┌──

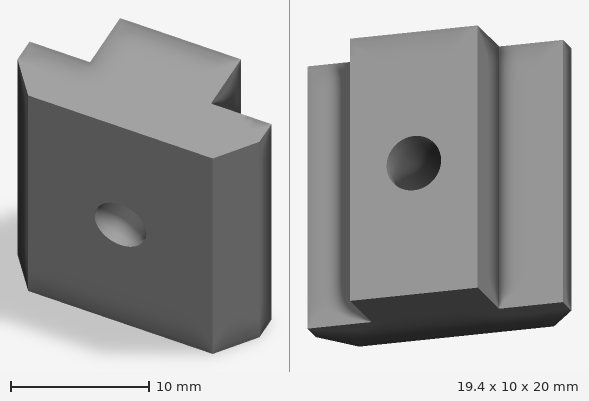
import cadquery as cq

length = 20.0
flange_width = 19.4
total_depth = 10.0
flange_depth = 5.0
stem_width = 9.7
chamfer_width = 2.3
chamfer_depth = 3.0
hole_diameter = 4.15

front_y = -total_depth / 2
back_y = total_depth / 2
shoulder_y = front_y + flange_depth
half_flange = flange_width / 2
half_stem = stem_width / 2

body = (
    cq.Workplane("XY")
    .workplane(offset=-length / 2)
    .moveTo(0, front_y)
    .lineTo(half_flange - chamfer_width, front_y)
    .lineTo(half_flange, front_y + chamfer_depth)
    .lineTo(half_flange, shoulder_y)
    .lineTo(half_stem, shoulder_y)
    .lineTo(half_stem, back_y)
    .lineTo(0, back_y)
    .mirrorY()
    .extrude(length)
)

hole = (
    cq.Workplane("XZ")
    .circle(hole_diameter / 2)
    .extrude(total_depth, both=True)
)

result = body.cut(hole)

└──

Requirement: In the records above, find every line with the word "extrude" and copy it.

Result of this exercise:
    .extrude(length)
    .extrude(total_depth, both=True)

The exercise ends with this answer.